3) Absolutely Do: Review and Boost Security Practices

Implementing a multi-layered cybersecurity approach should be an automatic requirement in the following a cyber incident causing disruption. Some basic measures all schools should have in place include phishing and cybersecurity awareness training for staff, multi-factor authentication, and updating the network security technology to match the current technology being used and the modern threat landscape: things like next-gen firewalls, anti-viruses, and cloud security. The ultimate goal, most cybersecurity experts advise, should be that school districts focus on implementing a zero-trust cybersecurity strategy.

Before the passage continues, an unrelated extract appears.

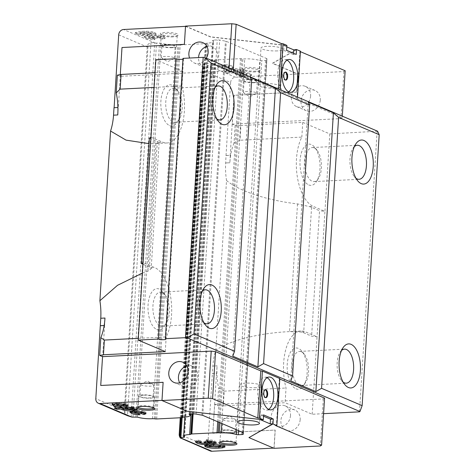 <?xml version="1.0" encoding="UTF-8"?>
<svg xmlns="http://www.w3.org/2000/svg" width="475" height="475" viewBox="0 0 475 475"><rect width="100%" height="100%" fill="white"/><g stroke="black" fill="none" stroke-linecap="round" stroke-linejoin="round"><path stroke-width="0.36" stroke-dasharray="2.38 1.78" d="M235.95 442.991A8.022 1.615 -176.4 0 0 235.986 442.854A8.022 1.615 -176.4 0 0 235.838 442.516A8.022 1.615 -176.4 0 0 224.117 440.705A8.022 1.615 -176.4 0 0 220.168 441.53A8.022 1.615 -176.4 0 0 219.978 441.851A8.022 1.615 -176.4 0 0 219.996 441.988M224.794 429.923A8.022 1.615 -176.4 0 0 220.655 431.068A8.022 1.615 -176.4 0 0 232.524 433.218A8.022 1.615 -176.4 0 0 236.663 432.072A8.022 1.615 -176.4 0 0 224.794 429.923M225.471 430.213A6.614 1.33 -176.4 0 0 222.057 431.157A6.614 1.33 -176.4 0 0 231.848 432.933A6.614 1.33 -176.4 0 0 235.262 431.989A6.614 1.33 -176.4 0 0 225.471 430.213M226.213 418.451A6.614 1.33 -176.4 0 0 223.22 418.962A6.614 1.33 -176.4 0 0 222.799 419.395A6.614 1.33 -176.4 0 0 232.59 421.171A6.614 1.33 -176.4 0 0 236.004 420.227A6.614 1.33 -176.4 0 0 235.636 419.746A6.614 1.33 -176.4 0 0 226.213 418.451M153.799 407.966A8.022 1.615 -176.4 0 0 153.841 407.829A8.022 1.615 -176.4 0 0 153.686 407.491A8.022 1.615 -176.4 0 0 141.966 405.68A8.022 1.615 -176.4 0 0 138.017 406.505A8.022 1.615 -176.4 0 0 137.827 406.826A8.022 1.615 -176.4 0 0 137.851 406.962M142.648 394.897A8.022 1.615 -176.4 0 0 138.504 396.043A8.022 1.615 -176.4 0 0 150.379 398.192A8.022 1.615 -176.4 0 0 154.518 397.047A8.022 1.615 -176.4 0 0 142.648 394.897M143.319 395.188A6.614 1.33 -176.4 0 0 139.905 396.132A6.614 1.33 -176.4 0 0 149.702 397.907A6.614 1.33 -176.4 0 0 153.116 396.963A6.614 1.33 -176.4 0 0 143.319 395.188M144.062 383.426A6.614 1.33 -176.4 0 0 141.075 383.937A6.614 1.33 -176.4 0 0 140.648 384.37A6.614 1.33 -176.4 0 0 150.438 386.145A6.614 1.33 -176.4 0 0 153.852 385.201A6.614 1.33 -176.4 0 0 153.484 384.72A6.614 1.33 -176.4 0 0 144.062 383.426M255.799 71.161A9.025 1.817 3.6 0 1 242.612 69.124A9.025 1.817 3.6 0 1 247.101 67.45A9.025 1.817 3.6 0 1 256.85 68.174A9.025 1.817 3.6 0 1 260.241 70.229A9.025 1.817 3.6 0 1 255.799 71.161M255.259 71.933A8.022 1.615 3.6 0 1 243.533 70.122A8.022 1.615 3.6 0 1 243.384 69.783A8.022 1.615 3.6 0 1 247.523 68.638A8.022 1.615 3.6 0 1 259.397 70.787A8.022 1.615 3.6 0 1 259.202 71.108A8.022 1.615 3.6 0 1 255.259 71.933M254.576 82.715A8.022 1.615 3.6 0 1 242.707 80.566A8.022 1.615 3.6 0 1 246.846 79.42A8.022 1.615 3.6 0 1 258.715 81.569A8.022 1.615 3.6 0 1 254.576 82.715M253.899 82.424A6.614 1.33 3.6 0 1 244.108 80.649A6.614 1.33 3.6 0 1 247.523 79.705A6.614 1.33 3.6 0 1 257.313 81.48A6.614 1.33 3.6 0 1 253.899 82.424M253.163 94.187A6.614 1.33 3.6 0 1 243.734 92.892A6.614 1.33 3.6 0 1 243.366 92.411A6.614 1.33 3.6 0 1 246.78 91.467A6.614 1.33 3.6 0 1 256.577 93.242A6.614 1.33 3.6 0 1 256.15 93.676A6.614 1.33 3.6 0 1 253.163 94.187M173.654 36.136A9.025 1.817 3.6 0 1 160.467 34.099A9.025 1.817 3.6 0 1 164.956 32.425A9.025 1.817 3.6 0 1 174.705 33.149A9.025 1.817 3.6 0 1 178.095 35.203A9.025 1.817 3.6 0 1 173.654 36.136M173.108 36.907A8.022 1.615 3.6 0 1 161.387 35.097A8.022 1.615 3.6 0 1 161.239 34.758A8.022 1.615 3.6 0 1 165.377 33.612A8.022 1.615 3.6 0 1 177.246 35.762A8.022 1.615 3.6 0 1 177.056 36.082A8.022 1.615 3.6 0 1 173.108 36.907M172.431 47.69A8.022 1.615 3.6 0 1 160.556 45.541A8.022 1.615 3.6 0 1 164.7 44.395A8.022 1.615 3.6 0 1 176.569 46.544A8.022 1.615 3.6 0 1 172.431 47.69M171.754 47.399A6.614 1.33 3.6 0 1 161.957 45.624A6.614 1.33 3.6 0 1 165.371 44.68A6.614 1.33 3.6 0 1 175.168 46.455A6.614 1.33 3.6 0 1 171.754 47.399M171.012 59.161A6.614 1.33 3.6 0 1 161.589 57.867A6.614 1.33 3.6 0 1 161.221 57.386A6.614 1.33 3.6 0 1 164.635 56.442A6.614 1.33 3.6 0 1 174.426 58.217A6.614 1.33 3.6 0 1 173.998 58.645A6.614 1.33 3.6 0 1 171.012 59.161M295.913 388.799A20.651 9.993 87.1 0 0 303.578 385.516A20.651 9.993 87.1 0 0 301.827 351.138A20.651 9.993 87.1 0 0 298.454 348.418A20.651 9.993 87.1 0 0 287.233 364.361A20.651 9.993 87.1 0 0 295.913 388.799M301.387 351.785A17.047 8.247 -92.9 0 1 304.172 354.029A17.047 8.247 -92.9 0 1 305.615 382.399A17.047 8.247 -92.9 0 1 301.203 385.468A17.047 8.247 -92.9 0 1 299.292 385.112A17.047 8.247 -92.9 0 1 292.06 366.896A17.047 8.247 -92.9 0 1 299.47 351.423A17.047 8.247 -92.9 0 1 301.387 351.785M308.738 184.929A20.651 9.993 87.1 0 0 316.403 181.64A20.651 9.993 87.1 0 0 314.652 147.268A20.651 9.993 87.1 0 0 311.279 144.542A20.651 9.993 87.1 0 0 300.058 160.491A20.651 9.993 87.1 0 0 308.738 184.929M314.213 147.909A17.047 8.247 -92.9 0 1 316.997 150.159A17.047 8.247 -92.9 0 1 318.44 178.529A17.047 8.247 -92.9 0 1 314.034 181.598A17.047 8.247 -92.9 0 1 312.117 181.236A17.047 8.247 -92.9 0 1 304.885 163.02A17.047 8.247 -92.9 0 1 312.301 147.553A17.047 8.247 -92.9 0 1 314.213 147.909M169.569 125.59A20.651 9.993 87.1 0 0 177.234 122.301A20.651 9.993 87.1 0 0 175.483 87.928A20.651 9.993 87.1 0 0 172.11 85.209A20.651 9.993 87.1 0 0 160.888 101.151A20.651 9.993 87.1 0 0 169.569 125.59M175.043 88.576A17.047 8.247 -92.9 0 1 177.828 90.82A17.047 8.247 -92.9 0 1 179.271 119.189A17.047 8.247 -92.9 0 1 174.865 122.259A17.047 8.247 -92.9 0 1 172.947 121.897A17.047 8.247 -92.9 0 1 165.716 103.687A17.047 8.247 -92.9 0 1 173.126 88.213A17.047 8.247 -92.9 0 1 175.043 88.576M156.744 329.46A20.651 9.993 87.1 0 0 164.409 326.177A20.651 9.993 87.1 0 0 162.658 291.804A20.651 9.993 87.1 0 0 159.285 289.079A20.651 9.993 87.1 0 0 148.058 305.027A20.651 9.993 87.1 0 0 156.744 329.46M162.218 292.446A17.047 8.247 -92.9 0 1 164.997 294.696A17.047 8.247 -92.9 0 1 166.446 323.059A17.047 8.247 -92.9 0 1 162.034 326.129A17.047 8.247 -92.9 0 1 160.123 325.773A17.047 8.247 -92.9 0 1 152.891 307.557A17.047 8.247 -92.9 0 1 160.301 292.089A17.047 8.247 -92.9 0 1 162.218 292.446M154.108 87.412L181.984 85.993L182.911 71.292L155.848 59.755M150.979 137.186L162.575 142.132A40.102 19.404 87.1 0 0 167.081 142.975A40.102 19.404 87.1 0 0 184.371 111.168A40.102 19.404 87.1 0 0 181.984 85.993M142.429 273.083L147.885 271.237L151.187 268.678L150.771 267.793A14.036 2.82 -176.4 0 0 149.459 267.033L142.981 264.278M138.326 338.337L166.197 336.912A40.102 19.404 87.1 0 0 171.546 315.038A40.102 19.404 87.1 0 0 154.684 267.591L143.088 262.645M256.144 387.677A11.026 2.215 3.6 0 1 239.822 384.72A11.026 2.215 3.6 0 1 245.516 383.147A11.026 2.215 3.6 0 1 261.838 386.104A11.026 2.215 3.6 0 1 256.144 387.677M186.841 365.982A11.026 9.393 113.1 0 1 192.411 366.308A11.026 9.393 113.1 0 1 197.725 375.963A11.026 9.393 113.1 0 1 183.76 386.597A11.026 9.393 113.1 0 1 179.669 382.803M206.292 58.176A11.026 9.393 113.1 0 1 194.198 62.943A11.026 9.393 113.1 0 1 189.59 58.033M206.946 46.449A11.026 9.393 113.1 0 1 212.515 46.776A11.026 9.393 113.1 0 1 217.829 56.43A11.026 9.393 113.1 0 1 203.864 67.064A11.026 9.393 113.1 0 1 198.544 57.582M277.335 50.896A11.026 2.215 3.6 0 1 261.012 47.939A11.026 2.215 3.6 0 1 266.701 46.36A11.026 2.215 3.6 0 1 283.023 49.323A11.026 2.215 3.6 0 1 277.335 50.896M274.989 88.142A11.026 2.215 3.6 0 1 258.667 85.185A11.026 2.215 3.6 0 1 264.361 83.606A11.026 2.215 3.6 0 1 280.683 86.569A11.026 2.215 3.6 0 1 274.989 88.142M300.17 419.639A11.026 9.393 113.1 0 1 286.205 430.279A11.026 9.393 113.1 0 1 280.891 420.624A11.026 9.393 113.1 0 1 294.856 409.99A11.026 9.393 113.1 0 1 300.17 419.639M290.504 415.518A11.026 9.393 113.1 0 1 276.539 426.158A11.026 9.393 113.1 0 1 271.225 416.504A11.026 9.393 113.1 0 1 285.19 405.87A11.026 9.393 113.1 0 1 290.504 415.518M320.275 100.112A11.026 9.393 113.1 0 1 306.31 110.746A11.026 9.393 113.1 0 1 300.996 101.092A11.026 9.393 113.1 0 1 314.961 90.458A11.026 9.393 113.1 0 1 320.275 100.112M310.608 95.992A11.026 9.393 113.1 0 1 296.643 106.626A11.026 9.393 113.1 0 1 291.329 96.971A11.026 9.393 113.1 0 1 305.294 86.337A11.026 9.393 113.1 0 1 310.608 95.992M265.181 389.743A4.008 1.942 87.1 0 0 264.83 389.696A4.008 1.942 87.1 0 0 263.085 393.336A4.008 1.942 87.1 0 0 264.783 397.617A4.008 1.942 87.1 0 0 265.234 397.706A4.008 1.942 87.1 0 0 265.584 397.622M285.16 72.17A4.008 1.942 87.1 0 0 284.81 72.123A4.008 1.942 87.1 0 0 283.064 75.763A4.008 1.942 87.1 0 0 284.762 80.049A4.008 1.942 87.1 0 0 285.214 80.133A4.008 1.942 87.1 0 0 285.564 80.049M267.027 377.72A16.441 7.956 87.1 0 0 266.742 377.589A16.441 7.956 87.1 0 0 264.896 377.239A16.441 7.956 87.1 0 0 257.747 392.166A16.441 7.956 87.1 0 0 264.723 409.735A16.441 7.956 87.1 0 0 266.57 410.085A16.441 7.956 87.1 0 0 268.642 409.391M287.007 60.153A16.441 7.956 87.1 0 0 286.722 60.016A16.441 7.956 87.1 0 0 284.875 59.672A16.441 7.956 87.1 0 0 277.727 74.593A16.441 7.956 87.1 0 0 284.703 92.168A16.441 7.956 87.1 0 0 286.55 92.512A16.441 7.956 87.1 0 0 288.622 91.817M248.965 437.416L273.576 448.109M262.123 419.68L187.102 411.243M163.121 382.339L162.082 400.372L187.114 411.047M222.508 66.506L222.122 66.197L222.062 67.177L222.448 67.486L222.959 66.844L219.777 65.704L217.52 66.565L218.862 67.569C221.267 68.679 224.835 69.172 229.585 69.053L232.417 68.733L233.516 67.866L232.085 66.981C230.428 66.162 227.715 65.687 223.951 65.55L226.005 66.749L229.063 67.426L228.784 66.173C229.413 66.595 228.766 66.844 226.83 66.91L222.508 66.506L223.018 65.865L219.842 64.725L217.586 65.586L218.928 66.589C221.326 67.699 224.901 68.192 229.645 68.067L232.483 67.753L233.575 66.886L232.15 66.001C230.488 65.182 227.774 64.707 224.01 64.57L226.064 65.77L228.784 66.173L228.718 67.153C229.354 67.575 228.701 67.824 226.771 67.889L222.448 67.486L222.508 66.506M233.623 67.046L233.558 68.026L233.623 67.046M160.324 36.575L160.669 36.848L160.603 37.828L160.265 37.555C160.871 37.852 160.574 38.047 159.386 38.142L162.699 39.217L165.015 38.392L163.638 37.383C162.017 36.533 159.41 36.1 155.812 36.076L153.651 36.812L147.719 36.254L144.275 37.175L145.683 38.208C147.588 39.104 150.634 39.597 154.808 39.68L152.766 38.54L149.108 38.059L148.794 36.765L149.174 37.074C148.449 36.718 148.806 36.492 150.243 36.391L154.541 37.234L158.08 36.991L157.243 36.492L157.183 37.472L157.623 37.822L157.955 37.21L160.265 37.555L160.324 36.575C160.93 36.872 160.639 37.068 159.446 37.163L162.765 38.238L165.074 37.412L163.697 36.403C162.076 35.554 159.469 35.12 155.877 35.097L153.716 35.833L147.778 35.275L144.341 36.195L145.748 37.222C147.654 38.125 150.694 38.618 154.868 38.701L152.825 37.561L149.174 37.074L149.108 38.059C148.39 37.697 148.746 37.472 150.177 37.371L154.482 38.214L158.021 37.97L157.623 37.822L158.015 36.231L160.324 36.575M142.856 34.699L149.833 34.693L155.996 33.571L154.607 32.526C152.796 31.718 150.005 31.285 146.235 31.219L141.96 31.308L135.541 32.443L136.919 33.464L142.856 34.699L142.797 35.678L149.773 35.672L149.833 34.693M224.633 71.167L227.234 72.277L244.548 71.392L242.131 70.365L240.338 70.454L240.884 69.979L240.124 69.403C237.553 68.584 234.365 68.287 230.559 68.495L226.326 69.433L227.103 70.074L230.535 70.864L224.633 71.167L224.574 72.147L227.175 73.257L227.234 72.277M227.175 73.257L244.488 72.372L242.072 71.345L240.273 71.434L240.819 70.983L240.884 69.979L240.825 70.959L240.059 70.383L240.124 69.403M240.362 74.118L239.976 73.809L239.917 74.789L240.303 75.097L240.807 74.456L237.631 73.316L235.374 74.177L236.716 75.181C239.121 76.291 242.689 76.784 247.439 76.665L250.272 76.344L251.37 75.478L249.939 74.593C248.277 73.773 245.569 73.298 241.805 73.162L243.859 74.361L246.911 75.038L246.632 73.785C247.267 74.207 246.62 74.456 244.684 74.522L240.362 74.118L240.873 73.477L237.696 72.337L235.434 73.198L236.782 74.201C239.18 75.311 242.755 75.804 247.499 75.679L250.337 75.365L251.429 74.498L249.998 73.613C248.342 72.794 245.628 72.319 241.864 72.182L243.918 73.382L246.632 73.785L246.572 74.765C247.208 75.192 246.555 75.436 244.619 75.501L240.303 75.097L240.362 74.118M251.477 74.658L251.412 75.638L251.477 74.658M118.697 34.835L147.208 46.989A5.213 4.441 113.1 0 1 148.135 44.151L150.991 42.512L155.367 43.059A1.603 0.321 -176.4 0 0 156.507 43.094L161.061 43.106A11.632 2.339 -176.4 0 0 176.047 44.686A2.405 0.481 3.6 0 1 177.876 44.751L179.004 44.887A1.603 0.321 -176.4 0 0 180.221 44.935L205.354 43.652A1.603 0.321 -176.4 0 0 206.12 43.504L206.447 43.296A2.405 0.481 3.6 0 1 207.593 43.077A11.632 2.339 -176.4 0 0 213.596 41.42A11.632 2.339 -176.4 0 0 212.758 40.464A1.603 0.321 3.6 0 1 212.64 40.333A1.603 0.321 3.6 0 1 213.471 40.102L217.247 39.912A2.405 0.481 3.6 0 1 219.652 40.066L225.453 41.123A2.405 0.481 3.6 0 1 226.314 41.355L266.647 58.55A2.405 0.481 3.6 0 1 266.944 58.811L266.813 60.171A2.405 0.481 3.6 0 1 265.572 60.515L261.79 60.705A1.603 0.321 3.6 0 1 259.724 60.485A11.632 2.339 -176.4 0 0 244.708 58.9A2.405 0.481 3.6 0 1 242.879 58.829L241.751 58.698A1.603 0.321 -176.4 0 0 240.534 58.651L215.401 59.933A1.603 0.321 -176.4 0 0 214.635 60.082L214.308 60.289A2.405 0.481 3.6 0 1 213.162 60.509A11.632 2.339 -176.4 0 0 207.159 62.166A11.632 2.339 -176.4 0 0 207.979 63.116L204.446 63.537A1.603 0.321 -176.4 0 0 203.704 63.668L204.381 65.425L180.916 438.437L204.357 65.265L203.027 67.557A5.213 4.441 -66.9 0 0 202.101 70.395L230.612 82.549A5.213 4.441 113.1 0 1 235.493 77.223L297.528 74.064L296.495 92.138L234.104 95.315L232.287 124.135L235.131 125.347L234.009 143.118L240 140.244L301.827 137.091A40.102 19.404 87.1 0 0 297.415 177.371A40.102 19.404 87.1 0 0 313.346 206.411L324.942 211.357L317.045 336.817L311.612 336.175L303.668 332.785A14.036 2.82 -176.4 0 0 301.542 332.072L289.489 331.615C258.952 333.052 229.573 340.462 215.858 350.182A40.102 19.404 87.1 0 0 212.877 366.053L212.408 373.504L216.612 373.291L217.057 366.231A40.102 19.404 87.1 0 0 218.613 387.897L224.212 391.162L223.286 405.864L217.491 405.668L214.652 404.457L212.842 433.271L275.227 430.095L274.081 448.329M185.517 26.351L210.645 37.014L286.864 45.588L284.056 45.731L286.781 46.894M296.525 49.709L272.502 63.389L297.528 74.064M266.944 58.811L243.414 432.832L266.944 58.811M147.208 46.989L124.319 410.822L95.808 398.668M113.543 115.164L117.752 114.95L118.222 107.504L117.907 107.516M185.612 26.345L184.478 44.377L122.093 47.559L118.317 107.546L114.012 107.718M150.991 42.512L127.514 415.678L124.889 413.582A5.213 4.441 113.1 0 1 124.319 410.822M233.29 69.683L233.189 71.315L278.415 90.6L280.048 90.79L280.119 89.65M280.048 90.79L297.445 98.212L297.516 97.066M296.394 92.097L234.009 95.273L230.232 155.26L226.023 155.473L225.655 162.967A40.102 19.404 87.1 0 0 226.533 180.488L215.858 350.182M226.533 180.488C238.973 191.087 267.294 200.438 297.522 203.917L309.433 206.613A14.036 2.82 3.6 0 1 311.558 207.326L319.503 210.716L311.612 336.175M234.009 143.118A40.102 19.404 -92.9 0 0 229.882 162.361L229.858 162.753A40.102 19.404 -92.9 0 1 229.882 162.361L230.328 155.301L226.124 155.515M354.368 146.609A17.047 8.247 87.1 0 0 352.931 148.331A17.047 8.247 87.1 0 0 354.374 176.694A17.047 8.247 87.1 0 0 355.977 178.262M149.405 138.189L157.35 141.574A14.036 2.82 3.6 0 1 158.668 142.328L159.101 142.945L156.376 143.521L149.061 143.652M117.343 75.121L120.181 76.332L228.837 70.799L229.021 67.866M120.288 74.587L120.181 76.332M104.156 325.553L104.601 325.529L104.975 318.042M104.601 325.529L100.831 385.516M202.368 291.145A17.047 8.247 87.1 0 0 200.931 292.861A17.047 8.247 87.1 0 0 202.38 321.231A17.047 8.247 87.1 0 0 203.983 322.792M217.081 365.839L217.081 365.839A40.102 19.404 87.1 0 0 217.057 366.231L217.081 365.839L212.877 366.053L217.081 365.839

Schools and school districts have several free resources courtesy of the Cybersecurity and Infrastructure Security Agency and the cybersecurity framework provided by the National Institute for Standards and Technology. These resources can help schools create goals and actions to address cyber threats in the future. The framework comprises five roles or areas of cybersecurity that every risk management plan should address: Identify, Protect, Detect, Respond, and Recover.

Unfortunately, the reality of public schools’ potential for dealing with a cyber attack is “when, not if” it will happen. Knowing the steps your school or district should prioritize and those to avoid — regardless of how big or small a disruption the incident might result in — is essential. Given how heavily every public school leans on technology for running front office, classroom, facilities, transportation, and all other operations as well as for delivering instruction, the importance of minimizing costly disruptions and having a response plan in place cannot be understated.